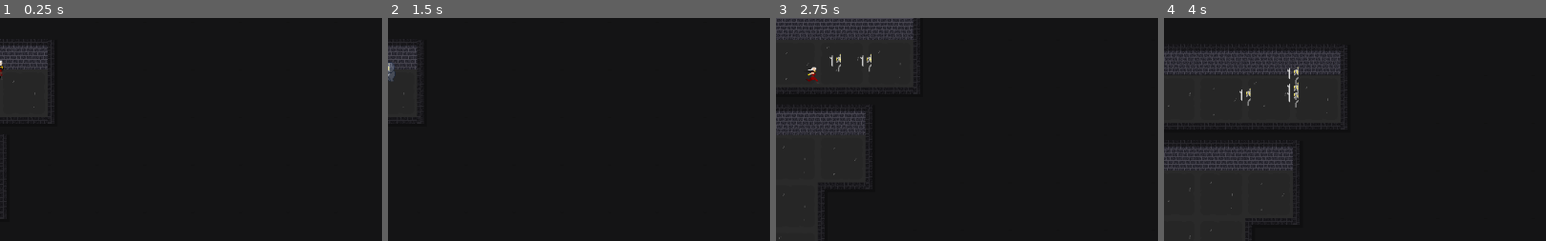
Above: before the commit, frames 1-4 (left to right).
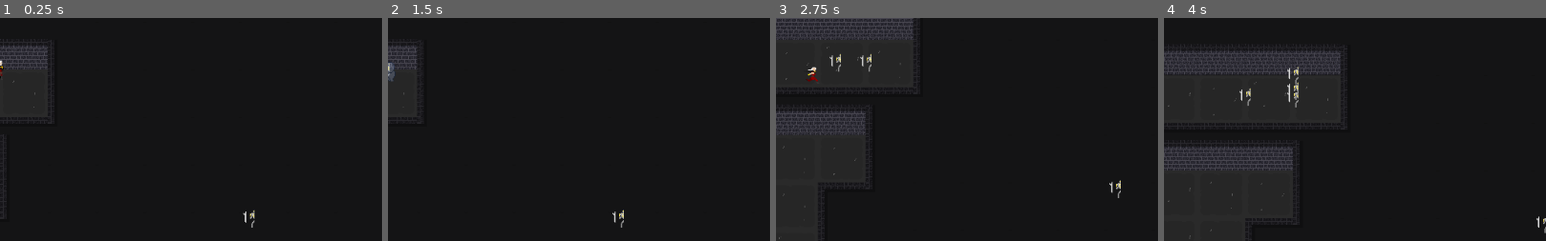
Above: after the commit, the same moments.

Repository: Overamigos/A-Dungeon-and-no-Dragon
Game: Godot game, scene res://assets/scenes/World.tscn
Two runs of this game, one before a commit and one after it. Both use one fixed random seed, a clock stepped at 60 frames per second and the inputs below.
Inputs:
- Up to frame 1 (0.25 s): no input
- Up to frame 2 (1.5 s): tap Enter at 0.5 s; hold Right (move_right) 0.53-1.28 s; tap Z (attack) at 0.6 s; hold Left (move_left) from 1.28 s (still down); tap X (dash) at 1.35 s
- Up to frame 3 (2.75 s): release Left (move_left) at 2.03 s; hold Right (move_right) from 2.03 s (still down); hold Down (move_bottom) from 2.03 s (still down)
- Up to frame 4 (4 s): release Right (move_right) at 2.78 s; release Down (move_bottom) at 2.78 s; hold Up (move_up) 2.78-3.53 s; tap Z (attack) at 2.85 s; hold Left (move_left) from 3.53 s (still down); tap X (dash) at 3.6 s
The pictures show only the part of the screen within x 50-100%, y 38-88%; the shares and areas given below are measured in that part.

The runs differ from the first frame. In frame 1, less than 0.1% of the frame differs, in the area x 63-67%, y 86-95%; in frame 2, less than 0.1%, in the area x 58-62%, y 85-95%; in frame 3, less than 0.1%; in frame 4, less than 0.1%.
Error after the commit: Invalid get index 'global_position' (on base: 'null instance'). (res://assets/scripts/Enemy.gd:21)

Commit message:
Added impact particle

Diff:
--- a/assets/scenes/World.tscn
+++ b/assets/scenes/World.tscn
@@ -1,9 +1,68 @@
-[gd_scene load_steps=5 format=2]
+[gd_scene load_steps=15 format=2]
 
 [ext_resource path="res://assets/tileset/brick_wall.tres" type="TileSet" id=1]
 [ext_resource path="res://assets/scripts/TileMap.gd" type="Script" id=2]
 [ext_resource path="res://assets/scenes/Player.tscn" type="PackedScene" id=3]
 [ext_resource path="res://assets/scripts/Timer.gd" type="Script" id=4]
+[ext_resource path="res://assets/scenes/enemy.tscn" type="PackedScene" id=5]
+[ext_resource path="res://assets/sprites/particles/star_08.png" type="Texture" id=6]
+[ext_resource path="res://assets/sprites/particles/circle_01.png" type="Texture" id=7]
+
+[sub_resource type="Curve" id=1]
+_data = [ Vector2( 0, 0 ), 0.0, 0.0, 0, 0, Vector2( 1, 1 ), 0.0, 0.0, 0, 0 ]
+
+[sub_resource type="CurveTexture" id=2]
+curve = SubResource( 1 )
+
+[sub_resource type="ParticlesMaterial" id=3]
+flag_disable_z = true
+spread = 0.0
+gravity = Vector3( 0, 0, 0 )
+angular_velocity = 164.82
+orbit_velocity = 0.0
+orbit_velocity_random = 0.0
+angle = 720.0
+angle_random = 1.0
+scale = 0.05
+scale_curve = SubResource( 2 )
+color = Color( 1, 0.972549, 0.698039, 1 )
+
+[sub_resource type="Curve" id=4]
+_data = [ Vector2( 0, 0 ), 0.0, 0.0, 0, 0, Vector2( 1, 1 ), 0.0, 0.0, 0, 0 ]
+
+[sub_resource type="CurveTexture" id=5]
+curve = SubResource( 4 )
+
+[sub_resource type="ParticlesMaterial" id=6]
+flag_disable_z = true
+gravity = Vector3( 0, 0, 0 )
+angular_velocity = 6.56204e+010
+orbit_velocity = 0.0
+orbit_velocity_random = 0.0
+scale = 0.07
+scale_curve = SubResource( 5 )
+color = Color( 1, 0.909804, 0, 1 )
+
+[sub_resource type="GDScript" id=7]
+script/source = "extends Timer
+
+# Declare member variables here. Examples:
+# var a = 2
+# var b = \"text\"
+
+# Called when the node enters the scene tree for the first time.
+func _ready():
+	pass # Replace with function body.
+
+# Called every frame. 'delta' is the elapsed time since the previous frame.
+#func _process(delta):
+#	pass
+
+
+func _on_Timer_timeout():
+	queue_free()
+	pass # Replace with function body.
+"
 
 [node name="World" type="Node2D"]
 
@@ -38,4 +97,32 @@
 [node name="Timer" type="Timer" parent="Enemies"]
 autostart = true
 script = ExtResource( 4 )
+
+[node name="Enemy" parent="." instance=ExtResource( 5 )]
+position = Vector2( 333.843, 201.665 )
+
+[node name="Particles2D" type="Particles2D" parent="."]
+position = Vector2( 346.646, 197.309 )
+emitting = false
+amount = 2
+lifetime = 0.25
+one_shot = true
+explosiveness = 1.0
+process_material = SubResource( 3 )
+texture = ExtResource( 6 )
+
+[node name="Particles2D" type="Particles2D" parent="Particles2D"]
+emitting = false
+amount = 1
+lifetime = 0.25
+one_shot = true
+process_material = SubResource( 6 )
+texture = ExtResource( 7 )
+
+[node name="Timer" type="Timer" parent="Particles2D"]
+wait_time = 0.25
+one_shot = true
+autostart = true
+script = SubResource( 7 )
 [connection signal="timeout" from="Enemies/Timer" to="Enemies/Timer" method="_on_Timer_timeout"]
+[connection signal="timeout" from="Particles2D/Timer" to="Particles2D/Timer" method="_on_Timer_timeout"]
--- /dev/null
+++ b/assets/scenes/particles/impact.tscn
@@ -0,0 +1,85 @@
+[gd_scene load_steps=10 format=2]
+
+[ext_resource path="res://assets/sprites/particles/star_08.png" type="Texture" id=1]
+[ext_resource path="res://assets/sprites/particles/circle_01.png" type="Texture" id=2]
+
+[sub_resource type="Curve" id=1]
+_data = [ Vector2( 0, 0 ), 0.0, 0.0, 0, 0, Vector2( 1, 1 ), 0.0, 0.0, 0, 0 ]
+
+[sub_resource type="CurveTexture" id=2]
+curve = SubResource( 1 )
+
+[sub_resource type="ParticlesMaterial" id=3]
+flag_disable_z = true
+spread = 0.0
+gravity = Vector3( 0, 0, 0 )
+angular_velocity = 164.82
+orbit_velocity = 0.0
+orbit_velocity_random = 0.0
+angle = 720.0
+angle_random = 1.0
+scale = 0.05
+scale_curve = SubResource( 2 )
+color = Color( 1, 0.972549, 0.698039, 1 )
+
+[sub_resource type="Curve" id=4]
+_data = [ Vector2( 0, 0 ), 0.0, 0.0, 0, 0, Vector2( 1, 1 ), 0.0, 0.0, 0, 0 ]
+
+[sub_resource type="CurveTexture" id=5]
+curve = SubResource( 4 )
+
+[sub_resource type="ParticlesMaterial" id=6]
+flag_disable_z = true
+gravity = Vector3( 0, 0, 0 )
+angular_velocity = 6.56204e+010
+orbit_velocity = 0.0
+orbit_velocity_random = 0.0
+scale = 0.07
+scale_curve = SubResource( 5 )
+color = Color( 1, 0.909804, 0, 1 )
+
+[sub_resource type="GDScript" id=7]
+script/source = "extends Timer
+
+# Declare member variables here. Examples:
+# var a = 2
+# var b = \"text\"
+
+# Called when the node enters the scene tree for the first time.
+func _ready():
+	pass # Replace with function body.
+
+# Called every frame. 'delta' is the elapsed time since the previous frame.
+#func _process(delta):
+#	pass
+
+
+func _on_Timer_timeout():
+	queue_free()
+	pass # Replace with function body.
+"
+
+[node name="Particles2D" type="Particles2D"]
+position = Vector2( 346.646, 197.309 )
+emitting = false
+amount = 2
+lifetime = 0.25
+one_shot = true
+explosiveness = 1.0
+process_material = SubResource( 3 )
+texture = ExtResource( 1 )
+
+[node name="Particles2D" type="Particles2D" parent="."]
+emitting = false
+amount = 1
+lifetime = 0.25
+one_shot = true
+process_material = SubResource( 6 )
+texture = ExtResource( 2 )
+
+[node name="Timer" type="Timer" parent="."]
+wait_time = 0.25
+one_shot = true
+autostart = true
+script = SubResource( 7 )
+[connection signal="timeout" from="Timer" to="Timer" method="_on_Timer_timeout"]
Not shown, added: assets/sprites/enemies/SteamEmu/stats.ini
Binary file added: assets/sprites/enemies/concept2_attack_impact.ase
Binary file added: assets/sprites/particles/circle_01.png
Not shown, added: assets/sprites/particles/circle_01.png.import
Binary file added: assets/sprites/particles/circle_02.png
Not shown, added: assets/sprites/particles/circle_02.png.import
Binary file added: assets/sprites/particles/circle_03.png
Not shown, added: assets/sprites/particles/circle_03.png.import
Binary file added: assets/sprites/particles/circle_04.png
Not shown, added: assets/sprites/particles/circle_04.png.import
Binary file added: assets/sprites/particles/circle_05.png
Not shown, added: assets/sprites/particles/circle_05.png.import
(and 151 more such lines)
****
§ WHAT THIS TASK INVOLVES
Lines of the material may hold the string "signal". Copy each one that does.

§ RESPONSE FOR THIS EXERCISE
 [connection signal="timeout" from="Enemies/Timer" to="Enemies/Timer" method="_on_Timer_timeout"]
+[connection signal="timeout" from="Particles2D/Timer" to="Particles2D/Timer" method="_on_Timer_timeout"]
+[connection signal="timeout" from="Timer" to="Timer" method="_on_Timer_timeout"]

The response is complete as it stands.